Her leap to the big screen occurred in 1998 with Juan Antonio Bardem, who selected her to star in Resultado final. That same year, she resumed her work as a presenter, this time on Canal Nou with La música es la pista. A year later, she worked under the direction of Mario Camus in La vuelta de El Coyote. Subsequently, she appeared in the series Ada Madrina (1999), with Carmen Sevilla, and El secreto (2001).

Her most recent acting experience was the film Los años desnudos (2008), directed by Dunia Ayaso and Félix Sabroso.

In 2021, she returned to television as a participant in the second edition of the contest Mask Singer: Adivina quién canta, disguised as Flamenco.

Also in 2021, during the 15th edition of Publifestival, she received the Honorary Award for her Work as an Ambassador for Women Together for the UN. That same year, during the gala of the IX edition of Luxury Awards, held on December 14 at the Beatriz Madrid Auditorium in the Edificio Beatriz, she received the award for Lifetime Achievement in Luxury and Premium Brands Advertising.

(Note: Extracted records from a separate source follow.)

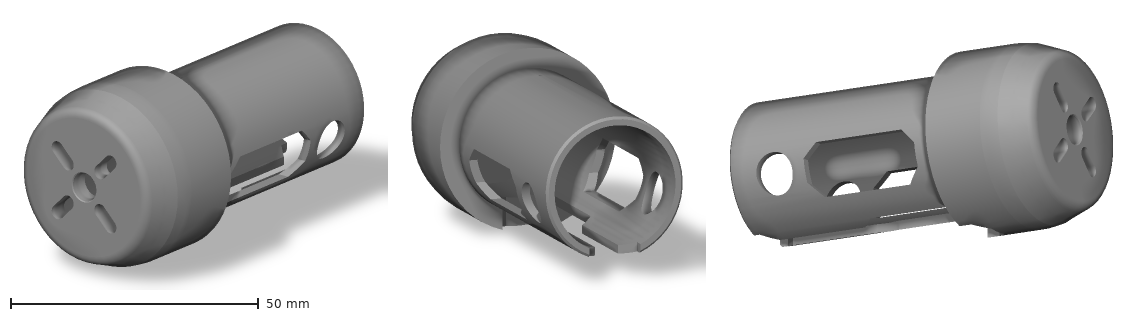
import cadquery as cq
import math

HEAD_RADIUS = 19.0
HEAD_LENGTH = 23.8
HEAD_STRAIGHT_START = 11.0
CONE_END = 7.05
CONE_END_RADIUS = 18.6
CONE_ANGLE = math.radians(20)
NOSE_FILLET = 2.0
FRONT_THICKNESS = 4.0

TOTAL_LENGTH = 72.6
TUBE_RADIUS = 14.85
WALL = 1.75
BORE_RADIUS = TUBE_RADIUS - WALL
REAR_CHAMFER = 0.5

CENTER_HOLE_DIAMETER = 6.0
CENTER_HOLE_CHAMFER = 0.2
VENT_WIDTH = 3.0
VENT_INNER_RADIUS = 5.9
VENT_OUTER_RADIUS = 9.7
VENT_ANGLES = (45, 135, 225, 315)

PIN_HOLE_DIAMETER = 1.0
PIN_HOLE_Y = 31.1
SIDE_HOLE_DIAMETER = 8.45
SIDE_HOLE_Y = 62.1
SIDE_HOLE_Z = -4.0
OPENING_CHAMFER = 3.0
WINDOW_START = 29.0
WINDOW_LENGTH = 26.0
WINDOW_HEIGHT = 10.7
WINDOW_TOP = 1.0
SLOT_WIDTH = 11.0
SLOT_START = 18.0
SLOT_END = 47.8
NOTCH_START = 67.8
SLIT_WIDTH = SLOT_WIDTH - 2 * OPENING_CHAMFER

REACH = 2 * HEAD_RADIUS


def make_body():
    """Solid of revolution: tapered head followed by the plain tube."""
    cone_slope = math.tan(CONE_ANGLE)
    nose_radius = CONE_END_RADIUS - CONE_END * cone_slope
    rise = HEAD_STRAIGHT_START - CONE_END
    bulge = HEAD_RADIUS - CONE_END_RADIUS
    arc_radius = (rise**2 + bulge**2) / (2 * bulge)
    half_turn = math.asin(rise / arc_radius) / 2
    arc_mid = (
        HEAD_RADIUS - arc_radius * (1 - math.cos(half_turn)),
        HEAD_STRAIGHT_START - arc_radius * math.sin(half_turn),
    )
    profile = (
        cq.Workplane("XY")
        .lineTo(nose_radius, 0)
        .lineTo(CONE_END_RADIUS, CONE_END)
        .threePointArc(arc_mid, (HEAD_RADIUS, HEAD_STRAIGHT_START))
        .lineTo(HEAD_RADIUS, HEAD_LENGTH)
        .lineTo(TUBE_RADIUS, HEAD_LENGTH)
        .lineTo(TUBE_RADIUS, TOTAL_LENGTH)
        .lineTo(0, TOTAL_LENGTH)
        .close()
    )
    body = profile.revolve(360, (0, 0, 0), (0, 1, 0))
    body = body.faces("<Y").edges().fillet(NOSE_FILLET)
    return body.faces(">Y").edges().chamfer(REAR_CHAMFER)


def rod_along_y(radius, start, end):
    return cq.Workplane("XZ", origin=(0, start, 0)).circle(radius).extrude(start - end)


def make_front_openings():
    """Centre hole, chamfered in front, and four radial vents."""
    hole_radius = CENTER_HOLE_DIAMETER / 2
    openings = rod_along_y(hole_radius, 0, FRONT_THICKNESS)
    mouth = cq.Solid.makeCone(
        hole_radius + CENTER_HOLE_CHAMFER,
        hole_radius,
        CENTER_HOLE_CHAMFER,
        pnt=cq.Vector(0, 0, 0),
        dir=cq.Vector(0, 1, 0),
    )
    openings = openings.union(cq.Workplane(mouth))
    vent_length = VENT_OUTER_RADIUS - VENT_INNER_RADIUS + VENT_WIDTH
    vent_center = (VENT_INNER_RADIUS + VENT_OUTER_RADIUS) / 2
    vent = (
        cq.Workplane("XZ")
        .center(vent_center, 0)
        .slot2D(vent_length, VENT_WIDTH)
        .extrude(-FRONT_THICKNESS)
    )
    for angle in VENT_ANGLES:
        openings = openings.union(vent.rotate((0, 0, 0), (0, 1, 0), angle))
    return openings


def chamfered_block(size_x, size_y, size_z, corner_edges):
    return cq.Workplane("XY").box(size_x, size_y, size_z).edges(corner_edges).chamfer(OPENING_CHAMFER)


def make_windows():
    """Octagonal window through both side walls."""
    block = chamfered_block(REACH, WINDOW_LENGTH, WINDOW_HEIGHT, "|X")
    return block.translate((0, WINDOW_START + WINDOW_LENGTH / 2, WINDOW_TOP - WINDOW_HEIGHT / 2))


def make_bottom_slot(start, end):
    """Slot with cut corners through the lower wall only."""
    block = chamfered_block(SLOT_WIDTH, end - start, REACH, "|Z")
    return block.translate((0, (start + end) / 2, -REACH / 2))


def make_bottom_slit():
    """Narrow slit that joins the bottom slot to the rear notch."""
    slot_middle = (SLOT_START + SLOT_END) / 2
    length = TOTAL_LENGTH - slot_middle
    block = cq.Workplane("XY").box(SLIT_WIDTH, length, REACH)
    return block.translate((0, slot_middle + length / 2, -REACH / 2))


def make_side_hole():
    hole = cq.Workplane("YZ").center(SIDE_HOLE_Y, SIDE_HOLE_Z).circle(SIDE_HOLE_DIAMETER / 2)
    return hole.extrude(REACH / 2, both=True)


def make_pin_hole():
    return cq.Workplane("XY").center(0, PIN_HOLE_Y).circle(PIN_HOLE_DIAMETER / 2).extrude(REACH)


result = (
    make_body()
    .cut(rod_along_y(BORE_RADIUS, FRONT_THICKNESS, TOTAL_LENGTH))
    .cut(make_front_openings())
    .cut(make_windows())
    .cut(make_bottom_slot(SLOT_START, SLOT_END))
    .cut(make_bottom_slot(NOTCH_START, TOTAL_LENGTH + REACH))
    .cut(make_bottom_slit())
    .cut(make_side_hole())
    .cut(make_pin_hole())
)

More recently, on October 24, 2022, she began to participate as a panelist in the TV program Y ahora Sonsoles, produced by Atresmedia Televisión and broadcast by Antena 3.

== Cinema filmography ==
Mar Flores, in addition to her career as a model and presenter, has made a mark in the Spanish film industry by participating in various films. She has also participated in various television series, showcasing her talent in each of her roles. Mar Flores has had a long career in Spanish entertainment, including her participation in various television programs over the years. From her debut on VIP Noche in 1991 to her most recent appearance on Y ahora Sonsoles in 2022.

| Year | Title | Character |
|---|---|---|
| 1998 | Resultado final | María José Fernández Conway |
| 1998 | La vuelta de El Coyote | Beatriz |
| 2008 | Los años desnudos | Eva Millán |

| Year | Title | Character |
|---|---|---|
| 1991 | VIP Noche | Presenter |
| 1992 | Bellezas en la nieve | Hostess |
| 1994–1996 | Canguros | Helena |
| 1994–1996 | Hermanos de leche | -1 episode- |
| 1998 | La virtud del asesino | -1 episode- |
| 1998 | La música es la pista | Presenter |
| 1999 | Ada Madrina | Elena |
| 2000 | Un hombre solo | Lola |
| 2001 | El secreto | Ana Carrión |
| 2021 | Mask Singer: Adivina quién canta (season 2) | Contestant |
| 2022 | Y ahora Sonsoles | Collaborator |
| 2023 | Espejo Público | Collaborator |
| 2024 | El desafío | Contestant |

== Awards and recognitions ==
Throughout her career, Flores has received numerous awards and recognitions for her work in fashion, cinema, and television.

| Year | Title | Organization |
|---|---|---|
| 1996 | The Best | The Best |
| 2011 | Ambassador | Women Together |
| 2013 | Fashion and Elegance Icon | Dedales de Oro Awards |
| 2017 | Ambassador | Colonial City of Santo Domingo |
| 2021 | Luxury and Premium Brands Advertising Lifetime Achievement Award | Luxury Advertising Awards |
| 2021 | Award for her work as Ambassador | Women Together |

== Personal life ==
In 1996, she divorced Count Carlo Costanzia di Costigliole, the father of her first child (Carlo), with whom she had been married since 1992.

Since then, her personal life has been the subject of media attention, which reported on her romances with businessman Fernando Fernández Tapias in 1996, TV panelist and aristocrat Alessandro Lequio (1997), or also aristocrat Cayetano Martínez de Irujo (1998–1999).

Finally, she remarried Javier Merino on October 25, 2001 with whom she has had four more children: Mauro, Beltrán, and on February 26, 2011, twin sons named Bruno and Darío.

On March 25, 2016, she issued a statement announcing her separation from Javier Merino by mutual agreement.